The principal bioactive compounds are withanolides — steroidal lactones and their glycosides — with over 80 identified to date. Withaferin A and withanolide D are considered the primary therapeutic agents. Commercial extracts such as KSM-66, Sensoril, and Shoden are standardized to specific withanolide concentrations (typically 5–35%). Ashwagandha's stress-reducing effects are mediated through modulation of the hypothalamic-pituitary-adrenal (HPA) axis, resulting in reduced cortisol levels and downregulation of stress-activated signaling molecules including heat shock protein 70 and JNK-1. Withanolides also interact with neurotransmitter receptors including GABA and serotonin, promoting calming effects and supporting mood balance.

Clinical trials have demonstrated benefits for stress and anxiety reduction, improved sleep quality, enhanced cognitive function, and increased physical performance in both athletes and sedentary individuals. Research has also documented effects on testosterone levels and reproductive health in men, thyroid function support, immunomodulation, and neuroprotective activity against neurodegenerative conditions. While the body of clinical evidence is growing, most studies have been relatively small and short-term (8–12 weeks), and experts recommend further large-scale, long-duration trials. Ashwagandha is generally well-tolerated, though liver toxicity has been reported in rare cases, and it may interact with thyroid medications, immunosuppressants, and sedatives.

Mechanism of Action

Withanolide Steroidal Lactones

Ashwagandha (Withania somnifera) exerts its adaptogenic effects primarily through withanolides — C28 ergostane-type steroidal lactones — with withaferin A and withanolide D being the most pharmacologically characterized. These compounds share structural similarity with steroid hormones and interact with multiple receptor systems and signaling pathways (PMID: 21170205).

HPA Axis Modulation & Cortisol Regulation

Ashwagandha modulates the hypothalamic-pituitary-adrenal (HPA) axis by normalizing cortisol secretion patterns. Withanolides enhance GABAergic signaling in the hypothalamus and modulate glucocorticoid receptor sensitivity, attenuating the stress-induced ACTH-cortisol cascade. Clinical trials consistently demonstrate 20-30% cortisol reductions in chronically stressed individuals (PMID: 23439798).

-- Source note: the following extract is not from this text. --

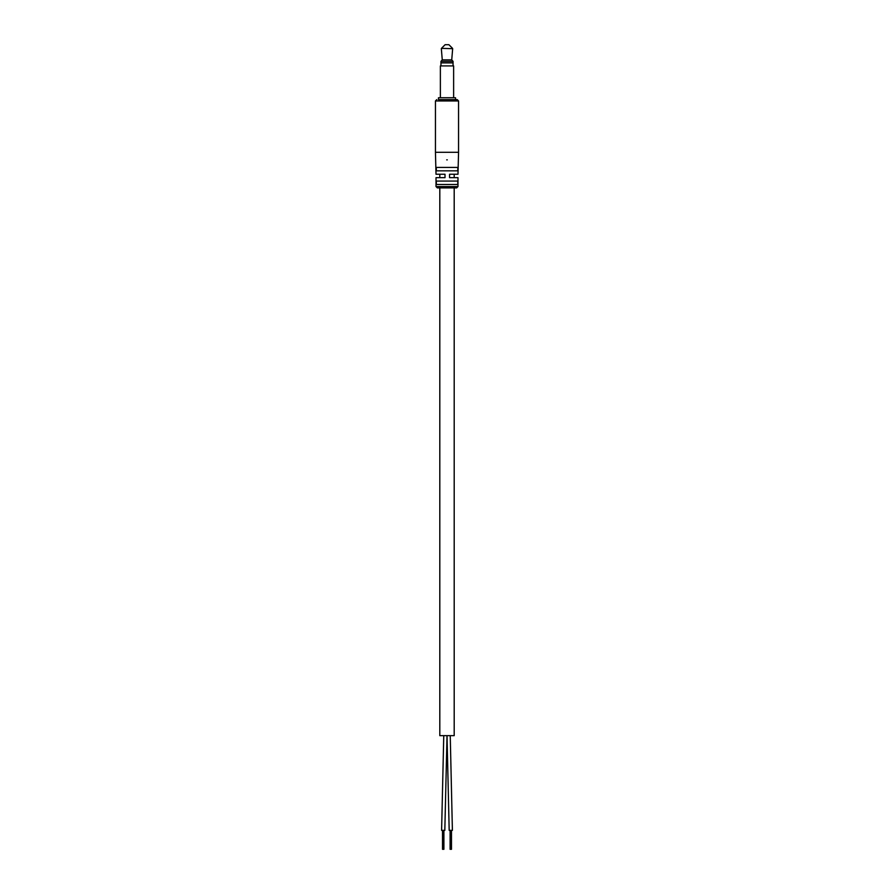 <?xml version="1.0" encoding="UTF-8"?>
<svg xmlns="http://www.w3.org/2000/svg" width="894" height="894" viewBox="0 0 894 894"><rect width="100%" height="100%" fill="white"/><g stroke="black" fill="none" stroke-linecap="round" stroke-linejoin="round"><path stroke-width="1.34" d="M454.197 735.661L439.803 735.661L439.803 187.896L437.345 187.896L456.655 187.896L454.197 187.896L454.197 735.661M452.398 830.358L450.241 735.661L452.398 830.358L449.179 830.358L447.022 735.661L444.821 830.358L441.602 830.358L443.759 735.661M443.905 830.358L443.905 849.3L442.519 849.3L442.519 830.358M442.765 849.3L442.765 830.358M443.681 849.3L443.681 830.358M443.223 849.3L443.223 830.358L443.223 849.3M451.481 830.358L451.481 849.3L450.095 849.3L450.095 830.358M450.341 849.3L450.341 830.358M451.258 849.3L451.258 830.358M450.799 849.3L450.788 830.358L450.799 849.3M438.473 99.625L457.225 99.625L455.527 99.625L455.527 97.737L438.473 97.737L438.473 99.625M458.555 152.282L457.985 174.252L449.559 174.252L449.559 177.66L457.985 177.66L457.985 186.567L436.015 186.567L436.015 177.66L445.011 177.66L445.011 174.252L436.015 174.252L435.445 152.282L458.555 152.282L458.555 100.955L435.445 100.955L436.775 99.625M436.317 184.477L457.806 184.477L457.806 181.069L436.317 181.069L436.317 184.477M436.317 170.843L457.806 170.843L457.806 167.435L436.317 167.435L436.317 170.843M446.709 159.858L447.291 159.858L446.709 159.858M440.373 65.91L453.627 65.91L440.373 65.91L440.373 97.737M440.943 61.373L442.262 59.853L451.738 59.853L453.057 61.373L440.943 61.373L440.943 62.882L453.057 62.882L453.046 65.53M452.554 48.365L448.889 44.7L445.111 44.7L441.446 48.365L452.666 48.667L441.446 48.365M454.197 177.66L454.197 174.252M439.803 177.66L439.803 174.252M436.015 186.567L437.345 187.896M435.445 100.955L435.445 152.282M458.555 100.955L457.225 99.625M457.985 186.567L456.655 187.896M440.954 62.882L440.954 65.53M442.262 59.853L441.334 48.667M453.627 65.91L453.627 97.737M453.057 61.373L453.057 62.882M451.738 59.853L452.666 48.667"/></g></svg>

GABAergic & Serotonergic Activity

Withanolides and the glycowithanolide withanoside IV act as positive allosteric modulators of GABA_A receptors, enhancing inhibitory neurotransmission. Ashwagandha also modulates serotonin (5-HT1A/5-HT2) receptor signaling, contributing to its anxiolytic and antidepressant effects that are comparable to lorazepam and imipramine in animal models (PMID: 12895672).

NF-kB Inhibition & Anti-Inflammatory Effects

Withaferin A is a potent inhibitor of NF-kB signaling through direct binding to IKKbeta (Cys179), preventing IkB-alpha phosphorylation. It also inhibits STAT3 activation and suppresses COX-2, iNOS, and pro-inflammatory cytokine expression. These anti-inflammatory properties underpin its investigation in arthritis and neurodegenerative conditions (PMID: 22096042).

Thyroid & Endocrine Support

Ashwagandha stimulates thyroid hormone production by enhancing thyroid peroxidase activity and hepatic conversion of T4 to T3. It also modulates testosterone synthesis via DHEA-mediated pathways, with clinical evidence showing increased serum testosterone in male subjects (PMID: 28829155).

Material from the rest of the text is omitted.